I realized not too long ago that the number of hours I spent rewatching Gilmore Girls permanently shaped my speech patterns. I’ve been told in the past to slow down in conversations at work — that I was speeding through pitches at the speed of light. “Give people time to keep up,” a boss said. I have since taken the note, and gotten better at pitching. I still think, though, about how I ended up talking the way I do. Maybe it was the ADHD. Maybe, though, the culprit was the between 2 to 22 hours a day I spent between the ages of 10 and 25 watching a show where the actors spoke at back-breaking speed. I thought they spoke normally at the time. It felt right to me; I still find most shows’ dialogue too slow in comparison.
But that Gilmore Girls rewatch was so powerful. It always pulled me back in. I guess it’s not surprising, then, that it literally* rewired my brain.
*(I am not a scientist.)
There are years when all I want to do is rewatch my favorite shows. Re-listen to my favorite albums, reread my favorite books. Whole years I have to force myself to branch out, to open myself up to the new. The new is exciting. It activates a part of my brain that has to think, has to process, has to let the unfamiliar wash over me. Inviting in the new means opening the door to changing myself. I believe the culture we consume influences who we are as people — colors the way we seek thrill, the way we see other people’s stories, the way we have empathy, the way we argue with each other over whatever discourse is ruling the day. That opening of ourselves to the new is vital. It’s part of how we move ourselves forward.

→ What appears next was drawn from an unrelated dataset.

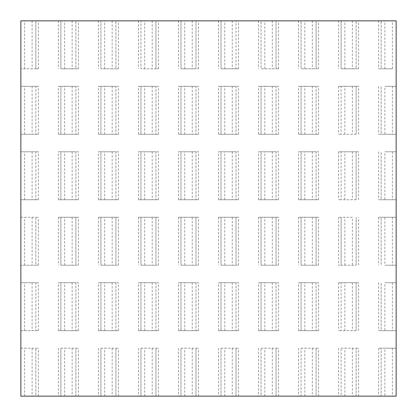<?xml version="1.0" encoding="UTF-8"?>
<svg xmlns="http://www.w3.org/2000/svg" width="417" height="417" viewBox="0 0 417 417"><rect width="100%" height="100%" fill="white"/><g stroke="black" fill="none" stroke-linecap="round" stroke-linejoin="round"><path stroke-width="0.31" stroke-dasharray="2.08 1.56" d="M24.603 68.805L24.603 20.85L20.85 20.85L20.85 68.805L38.364 68.805L35.862 68.805L35.862 20.85L35.862 68.805L20.85 68.805L20.85 134.274L38.364 134.274L20.85 134.274L20.85 199.743L38.364 199.743L20.85 199.743L20.85 265.212L38.364 265.212L35.862 265.212L35.862 217.257L35.862 265.212L20.85 265.212L20.85 330.681L38.364 330.681L20.85 330.681L20.85 396.15L35.862 396.15L35.862 348.195L35.862 396.15L60.882 396.15L60.882 348.195L60.882 396.15L75.894 396.15L75.894 348.195L75.894 396.15L100.914 396.15L100.914 348.195L100.914 396.15L115.926 396.15L115.926 348.195L115.926 396.15L140.946 396.15L140.946 348.195L140.946 396.15L155.958 396.15L155.958 348.195L155.958 396.15L180.978 396.15L180.978 348.195L180.978 396.15L195.99 396.15L195.99 348.195L195.99 396.15L221.01 396.15L221.01 348.195L221.01 396.15L236.022 396.15L236.022 348.195L236.022 396.15L261.042 396.15L261.042 348.195L261.042 396.15L276.054 396.15L276.054 348.195L276.054 396.15L301.074 396.15L301.074 348.195L301.074 396.15L316.086 396.15L316.086 348.195L316.086 396.15L341.106 396.15L341.106 348.195L341.106 396.15L356.118 396.15L356.118 348.195L356.118 396.15L381.138 396.15L381.138 348.195L381.138 396.15L396.15 396.15L396.15 20.85L392.397 20.85L392.397 68.805L381.138 68.805L381.138 20.85L381.138 68.805L378.636 68.805L392.397 68.805M24.603 20.85L60.882 20.85L60.882 68.805L78.396 68.805L75.894 68.805L75.894 20.85L75.894 68.805L60.882 68.805L60.882 20.85L100.914 20.85L100.914 68.805L118.428 68.805L115.926 68.805L115.926 20.85L115.926 68.805L100.914 68.805L100.914 20.85L140.946 20.85L140.946 68.805L158.46 68.805L155.958 68.805L155.958 20.85L155.958 68.805L140.946 68.805L140.946 20.85L180.978 20.85L180.978 68.805L198.492 68.805L195.99 68.805L195.99 20.85L195.99 68.805L180.978 68.805L180.978 20.85L221.01 20.85L221.01 68.805L238.524 68.805L236.022 68.805L236.022 20.85L236.022 68.805L221.01 68.805L221.01 20.85L261.042 20.85L261.042 68.805L278.556 68.805L276.054 68.805L276.054 20.85L276.054 68.805L261.042 68.805L261.042 20.85L301.074 20.85L301.074 68.805L318.588 68.805L316.086 68.805L316.086 20.85L316.086 68.805L301.074 68.805L301.074 20.85L341.106 20.85L341.106 68.805L358.62 68.805L356.118 68.805L356.118 20.85L356.118 68.805L341.106 68.805L341.106 20.85L392.397 20.85M356.118 86.319L356.118 134.274L356.118 86.319L358.62 86.319L338.604 86.319L341.106 86.319L341.106 134.274L341.106 86.319L356.118 86.319M356.118 134.274L338.604 134.274L356.118 134.274M58.38 134.274L78.396 134.274L58.38 134.274L58.38 86.319L60.882 86.319L60.882 134.274L60.882 86.319L75.894 86.319L75.894 134.274L75.894 86.319L78.396 86.319L58.38 86.319M58.38 199.743L78.396 199.743L58.38 199.743L58.38 151.788L60.882 151.788L60.882 199.743L60.882 151.788L75.894 151.788L75.894 199.743L75.894 151.788L78.396 151.788L58.38 151.788M60.882 265.212L78.396 265.212L75.894 265.212L75.894 217.257L75.894 265.212L60.882 265.212L60.882 217.257L60.882 265.212M58.38 217.257L78.396 217.257L58.38 217.257L58.38 265.212M58.38 330.681L78.396 330.681L58.38 330.681L58.38 282.726L60.882 282.726L60.882 330.681L60.882 282.726L75.894 282.726L75.894 330.681L75.894 282.726L78.396 282.726L58.38 282.726M98.412 134.274L118.428 134.274L98.412 134.274L98.412 86.319L100.914 86.319L100.914 134.274L100.914 86.319L115.926 86.319L115.926 134.274L115.926 86.319L118.428 86.319L98.412 86.319M98.412 199.743L118.428 199.743L98.412 199.743L98.412 151.788L100.914 151.788L100.914 199.743L100.914 151.788L115.926 151.788L115.926 199.743L115.926 151.788L118.428 151.788L98.412 151.788M100.914 265.212L118.428 265.212L115.926 265.212L115.926 217.257L115.926 265.212L100.914 265.212L100.914 217.257L100.914 265.212M98.412 217.257L118.428 217.257L98.412 217.257L98.412 265.212M98.412 330.681L118.428 330.681L98.412 330.681L98.412 282.726L100.914 282.726L100.914 330.681L100.914 282.726L115.926 282.726L115.926 330.681L115.926 282.726L118.428 282.726L98.412 282.726M138.444 134.274L158.46 134.274L138.444 134.274L138.444 86.319L140.946 86.319L140.946 134.274L140.946 86.319L155.958 86.319L155.958 134.274L155.958 86.319L158.46 86.319L138.444 86.319M138.444 199.743L158.46 199.743L138.444 199.743L138.444 151.788L140.946 151.788L140.946 199.743L140.946 151.788L155.958 151.788L155.958 199.743L155.958 151.788L158.46 151.788L138.444 151.788M140.946 265.212L158.46 265.212L155.958 265.212L155.958 217.257L155.958 265.212L140.946 265.212L140.946 217.257L140.946 265.212M138.444 217.257L158.46 217.257L138.444 217.257L138.444 265.212M138.444 330.681L158.46 330.681L138.444 330.681L138.444 282.726L140.946 282.726L140.946 330.681L140.946 282.726L155.958 282.726L155.958 330.681L155.958 282.726L158.46 282.726L138.444 282.726M178.476 134.274L198.492 134.274L178.476 134.274L178.476 86.319L180.978 86.319L180.978 134.274L180.978 86.319L195.99 86.319L195.99 134.274L195.99 86.319L198.492 86.319L178.476 86.319M178.476 199.743L198.492 199.743L178.476 199.743L178.476 151.788L180.978 151.788L180.978 199.743L180.978 151.788L195.99 151.788L195.99 199.743L195.99 151.788L198.492 151.788L178.476 151.788M180.978 265.212L198.492 265.212L195.99 265.212L195.99 217.257L195.99 265.212L180.978 265.212L180.978 217.257L180.978 265.212M178.476 217.257L198.492 217.257L178.476 217.257L178.476 265.212M178.476 330.681L198.492 330.681L178.476 330.681L178.476 282.726L180.978 282.726L180.978 330.681L180.978 282.726L195.99 282.726L195.99 330.681L195.99 282.726L198.492 282.726L178.476 282.726M218.508 134.274L238.524 134.274L218.508 134.274L218.508 86.319L221.01 86.319L221.01 134.274L221.01 86.319L236.022 86.319L236.022 134.274L236.022 86.319L238.524 86.319L218.508 86.319M218.508 199.743L238.524 199.743L218.508 199.743L218.508 151.788L221.01 151.788L221.01 199.743L221.01 151.788L236.022 151.788L236.022 199.743L236.022 151.788L238.524 151.788L218.508 151.788M221.01 265.212L238.524 265.212L236.022 265.212L236.022 217.257L236.022 265.212L221.01 265.212L221.01 217.257L221.01 265.212M218.508 217.257L238.524 217.257L218.508 217.257L218.508 265.212M218.508 330.681L238.524 330.681L218.508 330.681L218.508 282.726L221.01 282.726L221.01 330.681L221.01 282.726L236.022 282.726L236.022 330.681L236.022 282.726L238.524 282.726L218.508 282.726M258.54 134.274L278.556 134.274L258.54 134.274L258.54 86.319L261.042 86.319L261.042 134.274L261.042 86.319L276.054 86.319L276.054 134.274L276.054 86.319L278.556 86.319L258.54 86.319M258.54 199.743L278.556 199.743L258.54 199.743L258.54 151.788L261.042 151.788L261.042 199.743L261.042 151.788L276.054 151.788L276.054 199.743L276.054 151.788L278.556 151.788L258.54 151.788M261.042 265.212L278.556 265.212L276.054 265.212L276.054 217.257L276.054 265.212L261.042 265.212L261.042 217.257L261.042 265.212M258.54 217.257L278.556 217.257L258.54 217.257L258.54 265.212M258.54 330.681L278.556 330.681L258.54 330.681L258.54 282.726L261.042 282.726L261.042 330.681L261.042 282.726L276.054 282.726L276.054 330.681L276.054 282.726L278.556 282.726L258.54 282.726M298.572 134.274L318.588 134.274L298.572 134.274L298.572 86.319L301.074 86.319L301.074 134.274L301.074 86.319L316.086 86.319L316.086 134.274L316.086 86.319L318.588 86.319L298.572 86.319M298.572 199.743L318.588 199.743L298.572 199.743L298.572 151.788L301.074 151.788L301.074 199.743L301.074 151.788L316.086 151.788L316.086 199.743L316.086 151.788L318.588 151.788L298.572 151.788M301.074 265.212L318.588 265.212L316.086 265.212L316.086 217.257L316.086 265.212L301.074 265.212L301.074 217.257L301.074 265.212M298.572 217.257L318.588 217.257L298.572 217.257L298.572 265.212M298.572 330.681L318.588 330.681L298.572 330.681L298.572 282.726L301.074 282.726L301.074 330.681L301.074 282.726L316.086 282.726L316.086 330.681L316.086 282.726L318.588 282.726L298.572 282.726M356.118 282.726L356.118 330.681L356.118 282.726L358.62 282.726L338.604 282.726L341.106 282.726L341.106 330.681L341.106 282.726L356.118 282.726M356.118 330.681L338.604 330.681L356.118 330.681M356.118 265.212L356.118 217.257L356.118 265.212L341.106 265.212L341.106 217.257L341.106 265.212L338.604 265.212L356.118 265.212M352.365 217.257L338.604 217.257L352.365 217.257L352.365 265.212M356.118 151.788L356.118 199.743L356.118 151.788L358.62 151.788L338.604 151.788L341.106 151.788L341.106 199.743L341.106 151.788L356.118 151.788M356.118 199.743L338.604 199.743L356.118 199.743M384.891 134.274L396.15 134.274L378.636 134.274L381.138 134.274L381.138 86.319L381.138 134.274L384.891 134.274L384.891 86.319L396.15 86.319L384.891 86.319M384.891 199.743L396.15 199.743L378.636 199.743L381.138 199.743L381.138 151.788L381.138 199.743L384.891 199.743L384.891 151.788L396.15 151.788L384.891 151.788M384.891 217.257L396.15 217.257L378.636 217.257L381.138 217.257L381.138 265.212L381.138 217.257L384.891 217.257L384.891 265.212L396.15 265.212L384.891 265.212M384.891 330.681L396.15 330.681L378.636 330.681L381.138 330.681L381.138 282.726L381.138 330.681L384.891 330.681L384.891 282.726L396.15 282.726L384.891 282.726M384.891 348.195L396.15 348.195L378.636 348.195L384.891 348.195L384.891 396.15M341.106 348.195L358.62 348.195L341.106 348.195M301.074 348.195L318.588 348.195L301.074 348.195M261.042 348.195L278.556 348.195L261.042 348.195M221.01 348.195L238.524 348.195L221.01 348.195M180.978 348.195L198.492 348.195L180.978 348.195M140.946 348.195L158.46 348.195L140.946 348.195M100.914 348.195L118.428 348.195L100.914 348.195M60.882 348.195L78.396 348.195L60.882 348.195M20.85 348.195L38.364 348.195L20.85 348.195M20.85 282.726L35.862 282.726L35.862 330.681L35.862 282.726L38.364 282.726L20.85 282.726M20.85 217.257L38.364 217.257L20.85 217.257M20.85 151.788L35.862 151.788L35.862 199.743L35.862 151.788L38.364 151.788L20.85 151.788M20.85 86.319L35.862 86.319L35.862 134.274L35.862 86.319L38.364 86.319L20.85 86.319M32.109 20.85L32.109 68.805M352.365 86.319L352.365 134.274M344.859 134.274L344.859 86.319M338.604 86.319L338.604 134.274M358.62 134.274L358.62 86.319M64.635 134.274L64.635 86.319M72.141 86.319L72.141 134.274M78.396 134.274L78.396 86.319M64.635 199.743L64.635 151.788M72.141 151.788L72.141 199.743M78.396 199.743L78.396 151.788M64.635 265.212L64.635 217.257M72.141 217.257L72.141 265.212M78.396 265.212L78.396 217.257M64.635 330.681L64.635 282.726M72.141 282.726L72.141 330.681M78.396 330.681L78.396 282.726M104.667 134.274L104.667 86.319M112.173 86.319L112.173 134.274M118.428 134.274L118.428 86.319M104.667 199.743L104.667 151.788M112.173 151.788L112.173 199.743M118.428 199.743L118.428 151.788M104.667 265.212L104.667 217.257M112.173 217.257L112.173 265.212M118.428 265.212L118.428 217.257M104.667 330.681L104.667 282.726M112.173 282.726L112.173 330.681M118.428 330.681L118.428 282.726M144.699 134.274L144.699 86.319M152.205 86.319L152.205 134.274M158.46 134.274L158.46 86.319M144.699 199.743L144.699 151.788M152.205 151.788L152.205 199.743M158.46 199.743L158.46 151.788M144.699 265.212L144.699 217.257M152.205 217.257L152.205 265.212M158.46 265.212L158.46 217.257M144.699 330.681L144.699 282.726M152.205 282.726L152.205 330.681M158.46 330.681L158.46 282.726M184.731 134.274L184.731 86.319M192.237 86.319L192.237 134.274M198.492 134.274L198.492 86.319M184.731 199.743L184.731 151.788M192.237 151.788L192.237 199.743M198.492 199.743L198.492 151.788M184.731 265.212L184.731 217.257M192.237 217.257L192.237 265.212M198.492 265.212L198.492 217.257M184.731 330.681L184.731 282.726M192.237 282.726L192.237 330.681M198.492 330.681L198.492 282.726M224.763 134.274L224.763 86.319M232.269 86.319L232.269 134.274M238.524 134.274L238.524 86.319M224.763 199.743L224.763 151.788M232.269 151.788L232.269 199.743M238.524 199.743L238.524 151.788M224.763 265.212L224.763 217.257M232.269 217.257L232.269 265.212M238.524 265.212L238.524 217.257M224.763 330.681L224.763 282.726M232.269 282.726L232.269 330.681M238.524 330.681L238.524 282.726M264.795 134.274L264.795 86.319M272.301 86.319L272.301 134.274M278.556 134.274L278.556 86.319M264.795 199.743L264.795 151.788M272.301 151.788L272.301 199.743M278.556 199.743L278.556 151.788M264.795 265.212L264.795 217.257M272.301 217.257L272.301 265.212M278.556 265.212L278.556 217.257M264.795 330.681L264.795 282.726M272.301 282.726L272.301 330.681M278.556 330.681L278.556 282.726M304.827 134.274L304.827 86.319M312.333 86.319L312.333 134.274M318.588 134.274L318.588 86.319M304.827 199.743L304.827 151.788M312.333 151.788L312.333 199.743M318.588 199.743L318.588 151.788M304.827 265.212L304.827 217.257M312.333 217.257L312.333 265.212M318.588 265.212L318.588 217.257M304.827 330.681L304.827 282.726M312.333 282.726L312.333 330.681M318.588 330.681L318.588 282.726M352.365 282.726L352.365 330.681M344.859 330.681L344.859 282.726M338.604 282.726L338.604 330.681M358.62 330.681L358.62 282.726M344.859 265.212L344.859 217.257M338.604 217.257L338.604 265.212M358.62 265.212L358.62 217.257M352.365 151.788L352.365 199.743M344.859 199.743L344.859 151.788M338.604 151.788L338.604 199.743M358.62 199.743L358.62 151.788M384.891 68.805L384.891 20.85M378.636 20.85L378.636 68.805M392.397 86.319L392.397 134.274M378.636 86.319L378.636 134.274M392.397 151.788L392.397 199.743M378.636 151.788L378.636 199.743M392.397 217.257L392.397 265.212M378.636 217.257L378.636 265.212M392.397 282.726L392.397 330.681M378.636 282.726L378.636 330.681M392.397 348.195L392.397 396.15M378.636 348.195L378.636 396.15M344.859 396.15L344.859 348.195M352.365 348.195L352.365 396.15M358.62 396.15L358.62 348.195M338.604 348.195L338.604 396.15M304.827 396.15L304.827 348.195M312.333 348.195L312.333 396.15M318.588 396.15L318.588 348.195M298.572 348.195L298.572 396.15M264.795 396.15L264.795 348.195M272.301 348.195L272.301 396.15M278.556 396.15L278.556 348.195M258.54 348.195L258.54 396.15M224.763 396.15L224.763 348.195M232.269 348.195L232.269 396.15M238.524 396.15L238.524 348.195M218.508 348.195L218.508 396.15M184.731 396.15L184.731 348.195M192.237 348.195L192.237 396.15M198.492 396.15L198.492 348.195M178.476 348.195L178.476 396.15M144.699 396.15L144.699 348.195M152.205 348.195L152.205 396.15M158.46 396.15L158.46 348.195M138.444 348.195L138.444 396.15M104.667 396.15L104.667 348.195M112.173 348.195L112.173 396.15M118.428 396.15L118.428 348.195M98.412 348.195L98.412 396.15M64.635 396.15L64.635 348.195M72.141 348.195L72.141 396.15M78.396 396.15L78.396 348.195M58.38 348.195L58.38 396.15M24.603 396.15L24.603 348.195M32.109 348.195L32.109 396.15M38.364 396.15L38.364 348.195M24.603 330.681L24.603 282.726M32.109 282.726L32.109 330.681M38.364 330.681L38.364 282.726M24.603 265.212L24.603 217.257M32.109 217.257L32.109 265.212M38.364 265.212L38.364 217.257M24.603 199.743L24.603 151.788M32.109 151.788L32.109 199.743M38.364 199.743L38.364 151.788M24.603 134.274L24.603 86.319M32.109 86.319L32.109 134.274M38.364 134.274L38.364 86.319M58.38 20.85L58.38 68.805M64.635 68.805L64.635 20.85M72.141 20.85L72.141 68.805M78.396 68.805L78.396 20.85M98.412 20.85L98.412 68.805M104.667 68.805L104.667 20.85M112.173 20.85L112.173 68.805M118.428 68.805L118.428 20.85M138.444 20.85L138.444 68.805M144.699 68.805L144.699 20.85M152.205 20.85L152.205 68.805M158.46 68.805L158.46 20.85M178.476 20.85L178.476 68.805M184.731 68.805L184.731 20.85M192.237 20.85L192.237 68.805M198.492 68.805L198.492 20.85M218.508 20.85L218.508 68.805M224.763 68.805L224.763 20.85M232.269 20.85L232.269 68.805M238.524 68.805L238.524 20.85M258.54 20.85L258.54 68.805M264.795 68.805L264.795 20.85M272.301 20.85L272.301 68.805M278.556 68.805L278.556 20.85M298.572 20.85L298.572 68.805M304.827 68.805L304.827 20.85M312.333 20.85L312.333 68.805M318.588 68.805L318.588 20.85M338.604 20.85L338.604 68.805M344.859 68.805L344.859 20.85M352.365 20.85L352.365 68.805M358.62 68.805L358.62 20.85M38.364 68.805L38.364 20.85"/><path stroke-width="0.63" d="M20.85 20.85L20.85 396.15L396.15 396.15L396.15 20.85L20.85 20.85"/></g></svg>

But some days I don’t want to change. Some days my brain is very tired. Some days I just want to settle in on my couch, with a warm blanket and a cup of tea, and spend some time with some old friends.
But are we stagnant when we rewatch? Re-consume the things we’ve already digested and made part of ourselves? What exactly are we providing ourselves when we return to something we’ve already seen, read, or listened to a thousand times?